» **TASK DATA**:

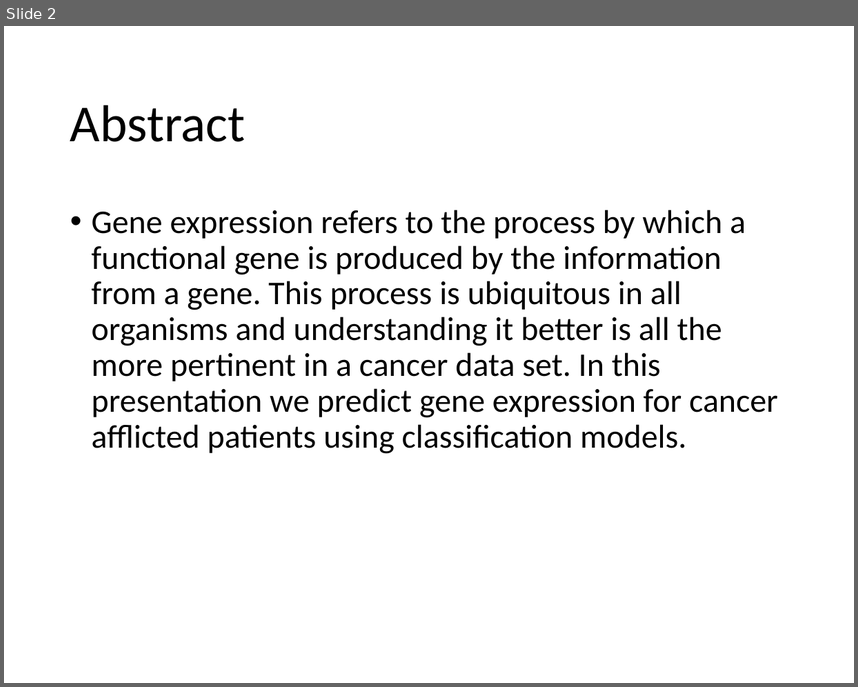
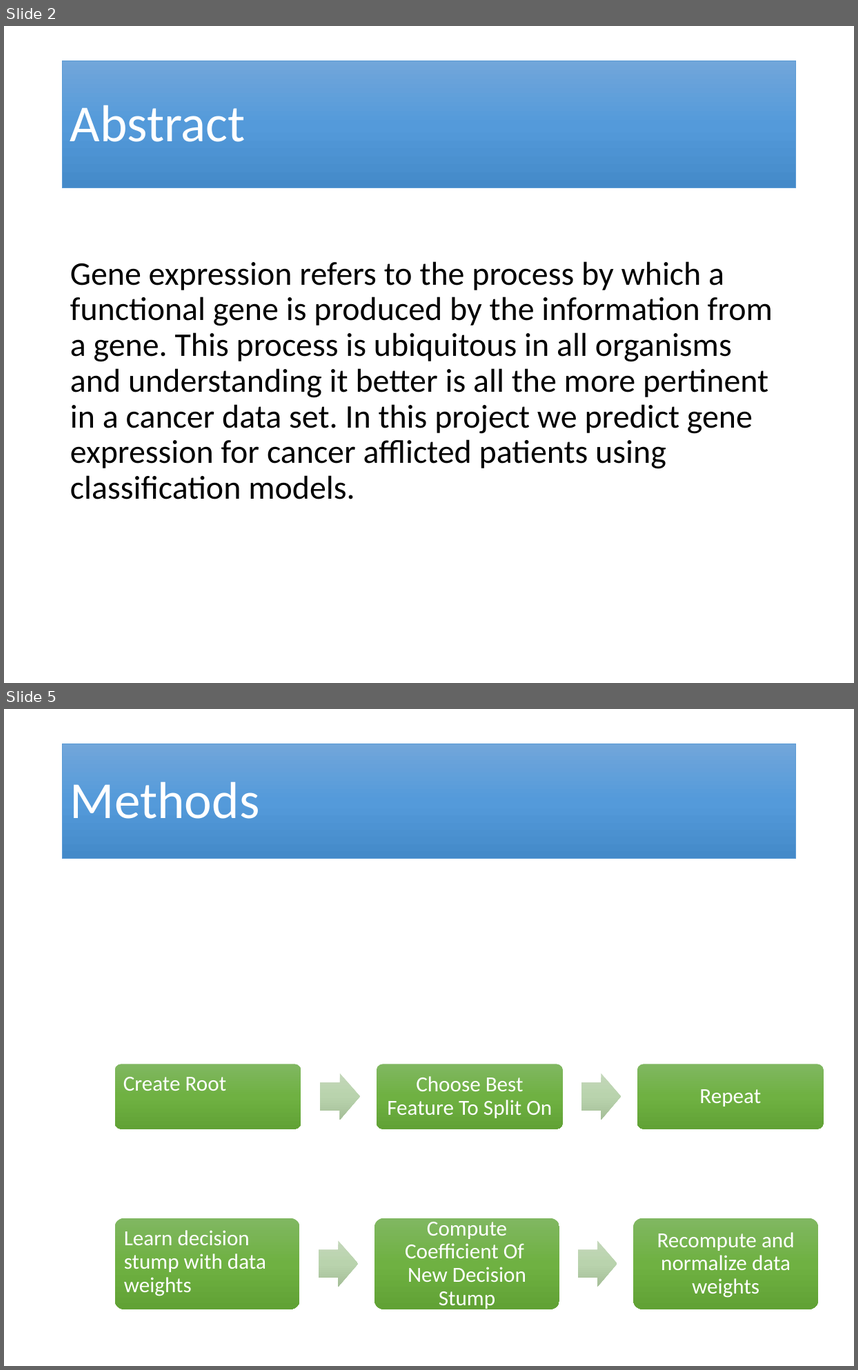
Before and after one commit to leem42/cse446, a slide deck: src/ml_final_project/PosterPresentation.pptx. Shown one above the other, each under a label of ours: slide 2 before the commit, slides 2 and 5 after it; the slides between them are not shown. The pictures are 858x687 and 858x1370 pixels, drawn with LibreOffice and Linux fonts; fonts in the diff are those of the drawing; grey boxes stand for pictures. Boxes give left, top, right and bottom in pixels: in the first picture for what was removed or moved away, otherwise in the second. Text is boxed around its words. In the diff, an @@ line names an element or a change of style, - is before the commit and + after.

```diff
--- a/src/ml_final_project/PosterPresentation.pptx
+++ b/src/ml_final_project/PosterPresentation.pptx
@@ slide 5 added at (4, 709, 854, 1366), background #FFFFFF @@
@@ title added at (63, 743, 796, 858), fill gradient #71A6DB to #559BDB to #448ACA, outline #5B9BD5 0.5 pt, 48.4 pt, text #FFFFFF @@
+Methods
@@ group added at (114, 1064, 824, 1129): 3 rounded rectangles, 3 texts, 2 right arrows @@
+Create Root
+Choose Best Feature To Split On
+Repeat
@@ group added at (114, 1218, 818, 1310): 3 rounded rectangles, 3 texts, 2 right arrows @@
+Learn decision stump with data weights
+Compute Coefficient Of New Decision Stump
+Recompute and normalize data weights
@@ slide 2 changed as well @@
@@ title "Abstract": place and size @@
-title "Abstract" at (70, 105, 245, 142)
+title "Abstract" at (63, 60, 796, 187)
@@ title "Abstract" at (63, 60, 796, 187): text colour #000000 to #FFFFFF; fill none to gradient #71A6DB to #559BDB to #448ACA; outline none to #5B9BD5 0.5 pt @@
@@ text at (70, 261, 773, 499): text changed @@
-• Gene expression refers to the process by which a functional gene is produced by the information from a gene. This process is ubiquitous in all organisms and understanding it better is all the more pertinent in a cancer data set. In this presentation we predict gene expression for cancer afflicted patients using classification models.
+Gene expression refers to the process by which a functional gene is produced by the information from a gene. This process is ubiquitous in all organisms and understanding it better is all the more pertinent in a cancer data set. In this project we predict gene expression for cancer afflicted patients using classification models.
```
Also in this commit, not shown: 4 other slides changed, 3 other slides added, 4 slides removed, 8 other files.

» **WORK TASK**:
Find and show each line of the listing with the word "title".

» **SOLUTION**:
@@ title added at (63, 743, 796, 858), fill gradient #71A6DB to #559BDB to #448ACA, outline #5B9BD5 0.5 pt, 48.4 pt, text #FFFFFF @@
@@ title "Abstract": place and size @@
-title "Abstract" at (70, 105, 245, 142)
+title "Abstract" at (63, 60, 796, 187)
@@ title "Abstract" at (63, 60, 796, 187): text colour #000000 to #FFFFFF; fill none to gradient #71A6DB to #559BDB to #448ACA; outline none to #5B9BD5 0.5 pt @@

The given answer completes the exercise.